>>>>>

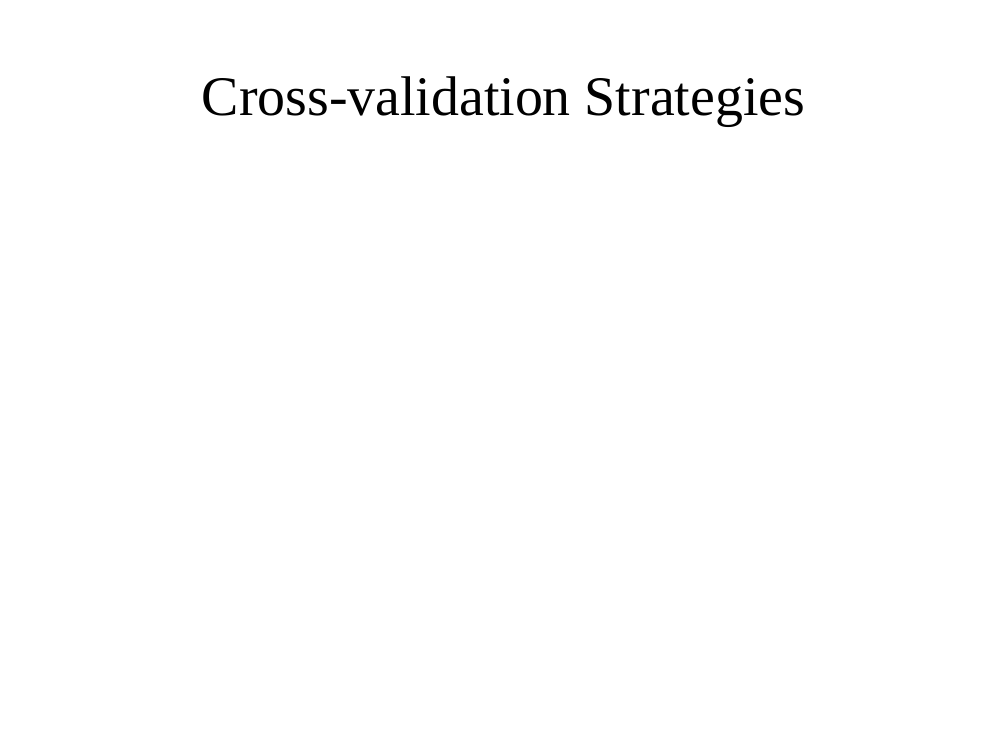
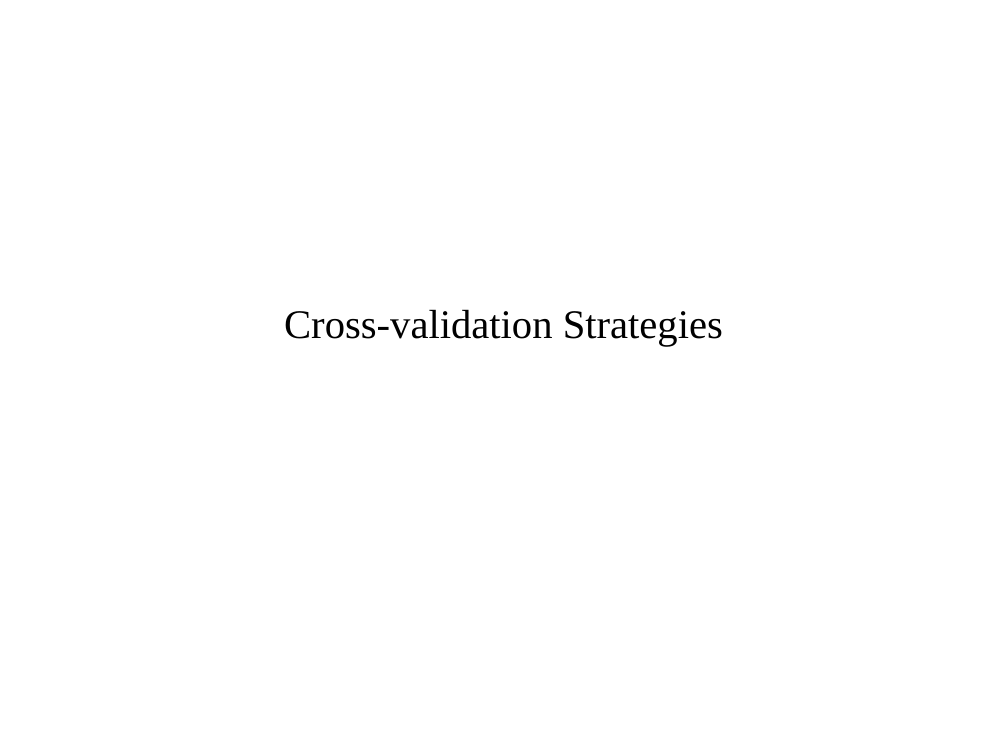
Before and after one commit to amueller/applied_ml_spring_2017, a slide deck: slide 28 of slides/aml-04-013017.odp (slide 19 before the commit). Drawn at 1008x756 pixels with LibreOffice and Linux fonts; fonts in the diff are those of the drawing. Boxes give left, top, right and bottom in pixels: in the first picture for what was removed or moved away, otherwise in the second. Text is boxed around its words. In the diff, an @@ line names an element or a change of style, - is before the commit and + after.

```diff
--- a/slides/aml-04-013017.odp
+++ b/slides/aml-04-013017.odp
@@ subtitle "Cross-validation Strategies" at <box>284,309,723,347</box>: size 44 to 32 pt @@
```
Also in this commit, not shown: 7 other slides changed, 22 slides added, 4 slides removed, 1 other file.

<<<<<

Aim of the task — All of the data above must be printed exactly, minus its pictures.

Solution below —
Before and after one commit to amueller/applied_ml_spring_2017, a slide deck: slide 28 of slides/aml-04-013017.odp (slide 19 before the commit). Drawn at 1008x756 pixels with LibreOffice and Linux fonts; fonts in the diff are those of the drawing. Boxes give left, top, right and bottom in pixels: in the first picture for what was removed or moved away, otherwise in the second. Text is boxed around its words. In the diff, an @@ line names an element or a change of style, - is before the commit and + after.

```diff
--- a/slides/aml-04-013017.odp
+++ b/slides/aml-04-013017.odp
@@ subtitle "Cross-validation Strategies" at <box>284,309,723,347</box>: size 44 to 32 pt @@
```
Also in this commit, not shown: 7 other slides changed, 22 slides added, 4 slides removed, 1 other file.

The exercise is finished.